# Possum Problems - Help!



## Goodsister (Apr 2, 2005)

This is my first post here, and I'm so glad to have found this forum. We have a problem I need to share to ask if anyone has any advice -

Two dogs, one an older Cockapoo, Bernie, and Jack the Malt, 2 years old now. They have a doggy door so they have free rein to go in and out of our securely fenced back garden. 

Well, we live very near a creek, and we've been having nightly possum visitors. The dogs will bark their heads off, but not attack - my dogs are so gentle, they just want to play with any visitor. But the possums can look quite scary, when they bare their teeth, hiss and then keel over in a seemingly dead faint.

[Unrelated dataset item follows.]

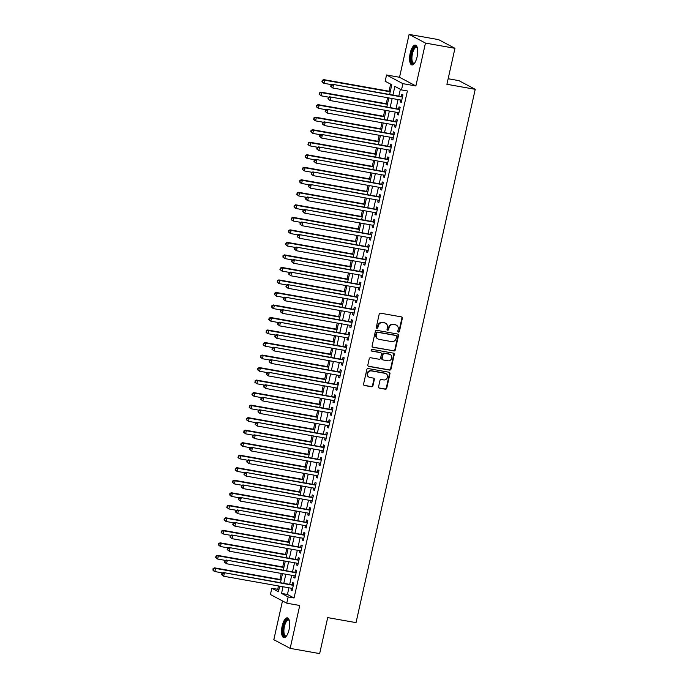 <?xml version="1.0" encoding="UTF-8"?>
<svg xmlns="http://www.w3.org/2000/svg" width="688" height="688" viewBox="0 0 688 688"><rect width="100%" height="100%" fill="white"/><g stroke="black" fill="none" stroke-linecap="round" stroke-linejoin="round"><path stroke-width="1.03" d="M398.429 332.098A0.886 0.817 118 0 0 399.436 331.384L402.351 318.329A1.264 1.17 118 0 0 401.465 316.893L380.619 313.195A1.264 1.17 118 0 0 379.183 314.227L376.267 327.282A0.886 0.817 118 0 0 376.886 328.279A0.886 0.817 118 0 0 377.893 327.565L378.271 325.88A4.051 3.741 118 0 1 382.855 322.603L384.592 322.913A4.051 3.741 118 0 1 387.421 327.497L387.043 329.191A0.886 0.817 118 0 0 387.662 330.188A0.886 0.817 118 0 0 388.66 329.475L389.038 327.789A4.051 3.741 118 0 1 393.622 324.512L395.359 324.813A4.051 3.741 118 0 1 398.189 329.406L397.81 331.091A0.886 0.817 118 0 0 398.429 332.098M398.008 331.865A0.886 0.817 118 0 0 398.988 331.152L401.912 318.088A1.264 1.17 118 0 0 401.551 316.91M376.465 328.047A0.886 0.817 118 0 0 377.445 327.333L377.824 325.639L378.271 325.88M387.232 329.956A0.886 0.817 118 0 0 388.221 329.242L388.6 327.548L389.038 327.789M289.072 629.589A10.071 3.741 -80 0 0 287.386 617.85A10.071 3.741 -80 0 0 282.183 625.934A10.071 3.741 -80 0 0 283.869 637.673A10.071 3.741 -80 0 0 289.072 629.589M417.091 56.846A10.071 3.741 -80 0 0 415.406 45.098A10.071 3.741 -80 0 0 410.203 53.182A10.071 3.741 -80 0 0 411.897 64.93A10.071 3.741 -80 0 0 417.091 56.846M378.572 386.742A1.264 1.17 118 0 0 379.458 388.17L385.306 389.21A1.264 1.17 118 0 0 386.733 388.187L389.976 373.687A1.264 1.17 118 0 0 389.098 372.251L368.243 368.562A1.264 1.17 118 0 0 366.816 369.585L363.574 384.085A1.264 1.17 118 0 0 364.451 385.512L371.52 386.768A1.264 1.17 118 0 0 372.956 385.744L374.341 379.535A1.264 1.17 118 0 0 373.455 378.108L369.955 377.48A3.388 3.122 118 0 1 367.727 373.18A3.388 3.122 118 0 1 371.425 370.909L385.151 373.343A3.388 3.122 118 0 1 387.37 377.643A3.388 3.122 118 0 1 383.68 379.914L381.393 379.509A1.264 1.17 118 0 0 379.957 380.533L378.572 386.742M288.926 587.801L287.438 594.466L294.06 597.984L288.16 596.935L286.767 603.195L270.418 594.518L271.82 588.257L278.442 591.775L279.698 586.167M454.957 48.306L425.459 43.077L409.111 34.4L438.617 39.629L454.957 48.306L446.916 84.297L475.236 89.311L356.031 622.623L327.703 617.609L319.662 653.6L290.164 648.371L299.744 605.492L286.767 603.195M409.111 34.4L399.53 77.28L415.879 85.957L425.459 43.077M415.879 85.957L402.893 83.661L401.5 89.913L394.869 86.396L392.943 95.013M294.06 597.984L407.399 90.962L401.5 89.913M393.846 350.992A1.264 1.17 118 0 0 395.282 349.968L398.524 335.469A1.264 1.17 118 0 0 397.638 334.033L376.792 330.343A1.264 1.17 118 0 0 375.356 331.367L372.113 345.866A1.264 1.17 118 0 0 372.999 347.302L393.407 350.76A1.264 1.17 118 0 0 394.835 349.736L398.077 335.237A1.264 1.17 118 0 0 397.724 334.05M394.25 354.578L391.008 369.078A1.264 1.17 118 0 1 389.571 370.101L368.725 366.403A1.264 1.17 118 0 1 367.839 364.975L369.232 358.766A1.264 1.17 118 0 1 370.66 357.743L379.114 359.239A1.264 1.17 118 0 0 380.55 358.216L381.47 354.105A1.264 1.17 118 0 0 380.584 352.669L371.787 351.112A0.886 0.817 118 0 1 371.202 349.986A0.886 0.817 118 0 1 372.165 349.384L393.364 353.142A1.264 1.17 118 0 1 394.25 354.578L393.811 354.346L390.569 368.845L391.008 369.078M282.484 600.925L273.815 639.694L290.164 648.371M400.554 100.001L400.149 101.815L401.259 102.409L402.936 94.892L401.826 94.308L401.336 96.501M397.759 112.522L397.354 114.337L398.455 114.922L400.132 107.414L399.031 106.829L398.541 109.022M394.964 125.044L394.551 126.859L395.66 127.443L397.337 119.936L396.236 119.342L395.746 121.535M392.16 137.566L391.756 139.38L392.857 139.965L394.542 132.449L393.433 131.864L392.943 134.057M389.365 150.079L388.961 151.893L390.062 152.478L391.739 144.97L390.638 144.385L390.148 146.578M386.561 162.6L386.157 164.415L387.267 165L388.944 157.492L387.834 156.907L387.353 159.091M383.766 175.122L383.362 176.936L384.463 177.521L386.149 170.005L385.039 169.42L384.549 171.613M380.971 187.635L380.559 189.449L381.668 190.043L383.345 182.526L382.244 181.942L381.754 184.135M378.168 200.156L377.764 201.971L378.873 202.556L380.55 195.048L379.441 194.463L378.95 196.648M375.373 212.678L374.969 214.493L376.069 215.077L377.746 207.57L376.646 206.976L376.155 209.169M372.569 225.191L372.165 227.006L373.274 227.599L374.951 220.083L373.851 219.498L373.36 221.691M369.774 237.713L369.37 239.527L370.471 240.112L372.156 232.604L371.047 232.019L370.557 234.212M366.979 250.234L366.575 252.049L367.676 252.634L369.353 245.126L368.252 244.532L367.762 246.725M364.176 262.756L363.771 264.57L364.881 265.155L366.558 257.639L365.448 257.054L364.958 259.247M361.381 275.269L360.976 277.083L362.077 277.668L363.754 270.16L362.653 269.576L362.163 271.769M358.586 287.79L358.173 289.605L359.282 290.19L360.959 282.682L359.858 282.097L359.368 284.282M355.782 300.312L355.378 302.127L356.479 302.711L358.164 295.195L357.055 294.61L356.565 296.803M352.987 312.825L352.583 314.64L353.684 315.233L355.361 307.717L354.26 307.132L353.77 309.325M350.183 325.347L349.779 327.161L350.889 327.746L352.566 320.238L351.456 319.653L350.966 321.838M347.388 337.868L346.984 339.683L348.085 340.268L349.762 332.76L348.661 332.166L348.171 334.359M344.593 350.381L344.181 352.196L345.29 352.789L346.967 345.273L345.866 344.688L345.376 346.881M341.79 362.903L341.386 364.717L342.486 365.302L344.172 357.794L343.063 357.21L342.572 359.403M338.995 375.424L338.591 377.239L339.691 377.824L341.368 370.316L340.268 369.723L339.777 371.916M336.191 387.946L335.787 389.761L336.896 390.345L338.573 382.829L337.473 382.244L336.982 384.437M333.396 400.459L332.992 402.274L334.093 402.858L335.778 395.351L334.669 394.766L334.179 396.959M330.601 412.981L330.188 414.795L331.298 415.38L332.975 407.872L331.874 407.287L331.384 409.472M327.798 425.502L327.393 427.317L328.503 427.902L330.18 420.385L329.07 419.8L328.58 421.993M325.003 438.015L324.598 439.83L325.699 440.423L327.376 432.907L326.275 432.322L325.785 434.515M322.208 450.537L321.795 452.351L322.904 452.936L324.581 445.428L323.48 444.844L322.99 447.028M319.404 463.058L319 464.873L320.101 465.458L321.786 457.95L320.677 457.357L320.187 459.55M316.609 475.571L316.205 477.386L317.306 477.979L318.983 470.463L317.882 469.878L317.392 472.071M313.805 488.093L313.401 489.908L314.511 490.492L316.188 482.985L315.078 482.4L314.588 484.593M311.01 500.615L310.606 502.429L311.707 503.014L313.384 495.506L312.283 494.913L311.793 497.106M308.215 513.136L307.803 514.951L308.912 515.536L310.589 508.019L309.488 507.434L308.998 509.627M305.412 525.649L305.008 527.464L306.108 528.049L307.794 520.541L306.685 519.956L306.194 522.149M302.617 538.171L302.213 539.985L303.313 540.57L304.99 533.062L303.89 532.478L303.399 534.662M299.813 550.692L299.409 552.507L300.518 553.092L302.195 545.575L301.086 544.991L300.604 547.184M297.018 563.205L296.614 565.02L297.715 565.613L299.392 558.097L298.291 557.512L297.801 559.705M294.223 575.727L293.81 577.542L294.92 578.126L296.597 570.619L295.496 570.034L295.006 572.218M400.356 89.311L398.842 96.053M398.06 99.562L396.047 108.575M395.265 112.084L393.244 121.097M392.461 124.597L390.449 133.618M389.666 137.118L387.654 146.131M386.871 149.64L384.85 158.653M384.067 162.162L382.055 171.174M381.272 174.675L379.26 183.687M378.469 187.196L376.456 196.209M375.674 199.718L373.661 208.731M372.879 212.231L370.858 221.244M370.075 224.752L368.063 233.765M367.28 237.274L365.268 246.287M364.485 249.787L362.464 258.808M361.682 262.309L359.669 271.321M358.887 274.83L356.866 283.843M356.083 287.352L354.071 296.365M353.288 299.865L351.276 308.878M350.493 312.386L348.472 321.399M347.689 324.908L345.677 333.921M344.894 337.421L342.882 346.434M342.091 349.943L340.078 358.955M339.296 362.464L337.283 371.477M336.501 374.977L334.48 383.999M333.697 387.499L331.685 396.512M330.902 400.02L328.89 409.033M328.099 412.542L326.086 421.555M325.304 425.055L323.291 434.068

I was frantic, thinking my dogs might be bitten or hurt, especially since the possums were getting bolder, going not only along the top of our fence to rummage in our compost pile, but then actually scampering around on the ground.

So I rented a Have A Heart trap, and we baited it with wet dog food. The first two nights, somehow the possum managed to eat the food, trip the trap mechanism, but NOT GET TRAPPED. So I exchanged that trap for a larger one, and we tried that one last night. But nothing - they didn't even eat the food. It seems to be more than one possum - the ones I've seen have definitely been different sizes.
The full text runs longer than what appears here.